# How do I interpret the results of this t-test?

I have two datasets, dataset A going from 1980 to 1990, and dataset B going from 1990 to 2000. I wanted to check if there is a significant difference between the two datasets so I ran a t-test. The result is not statistically significant (t-stat: -1.02), but I'm not sure on how to interpret that.

From what I understand, the null hypothesis is that the difference between the averages is 0 (in this case the null hypothesis is that there is no difference between the two datasets) and if the result of the t-test is statistically significant we reject the null hypothesis (meaning that the two datasets are statistically different).

Since in this case the t-stat is not statistically significant should I say that there is no statistically significant difference between the two datasets?

I'm wondering if my writeup is correct. What I've currently written is:

After running a t-test I find that the difference is not statistically significant (t-stat of -1.02) so the 1980 – 1990 performance is not statistically different from the 1990 – 2000 one.
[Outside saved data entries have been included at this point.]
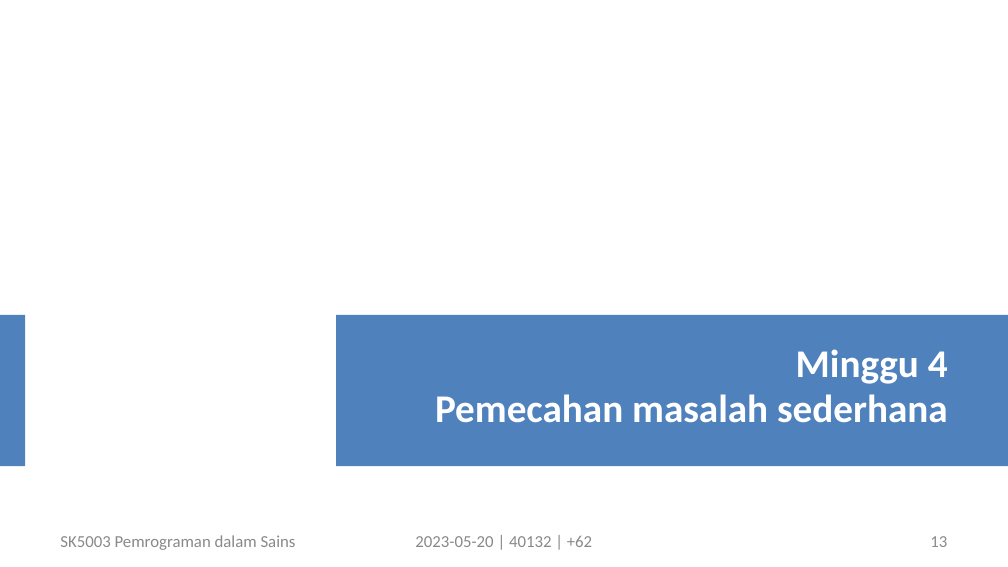
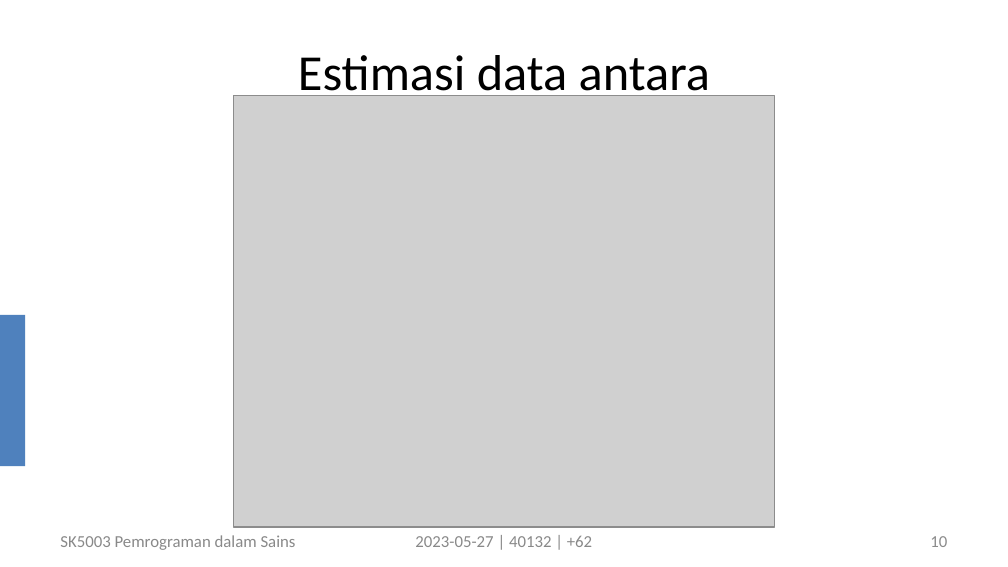
Before and after one commit to dudung/sk5003-02-2022-2, a slide deck: slide 10 of note/10/sk5003_w10_empirical_model_20230527_v0.pptx (slide 13 before the commit). Drawn at 1008x567 pixels with LibreOffice and Linux fonts; fonts in the diff are those of the drawing; grey boxes stand for pictures. Boxes give left, top, right and bottom in pixels: in the first picture for what was removed or moved away, otherwise in the second. Text is boxed around its words. In the diff, an @@ line names an element or a change of style, - is before the commit and + after.

```diff
--- a/note/10/sk5003_w10_empirical_model_20230527_v0.pptx
+++ b/note/10/sk5003_w10_empirical_model_20230527_v0.pptx
@@ title added at [298,55,710,101], 36 pt, text #000000 @@
+Estimasi data antara
@@ picture added at [234,96,775,527] @@
@@ rectangle removed at [336,314,1008,466] @@
@@ text removed at [435,349,948,423] @@
-Minggu 4
-Pemecahan masalah sederhana
@@ text at [415,536,592,547]: text changed @@
-2023-05-20 | 40132 | +62
+2023-05-27 | 40132 | +62
@@ page number at [930,536,947,547]: text changed @@
-13
+10
```
Also in this commit, not shown: 11 other slides changed, 1 slide added, 11 slides removed.

• What do you mean by "going from 1980 to 1990" & "going from 1990 to 2000"? Is this a time series, & you're wondering it the values (of what?) are higher in later years than earlier? It seems a t-test is not likely to be appropriate here. – gung - Reinstate Monica Jun 4 '19 at 19:03
• Thank you for the answer. I have this investment strategy that gives me a time serie with all the returns. In 1990 an asset was removed and I want to check if this fact changed the returns of the strategy from the first to the second period. – Lorenzo Jun 4 '19 at 19:53
• Wouldn't it make sense to just assess that single asset to see if it's a net positive or negative? In general, you need to account for the non-independence of the data. This requires time series methods. – gung - Reinstate Monica Jun 4 '19 at 20:00
• But I removed the asset because I didn't have the data anymore not because I chose to do that, so it's impossible for me to check if in the second decade this asset would have been a net positive or negative (if I'm understanding correctly what you are suggesting) – Lorenzo Jun 4 '19 at 20:10

This seems correct assuming your t-statistic is correct as well (that you have the correct degrees of freedom, etc.). I would, however, specify to what level $$\alpha$$ your hypothesis can be rejected. Generally, statisticians/econometricians use $$\alpha=0.05$$ which yields the 1.96 threshold for most test statistics. If this is specified by a problem prompt, then this is not a problem, but if you are forming an original hypothesis you need to include your significance level. I hope that helps.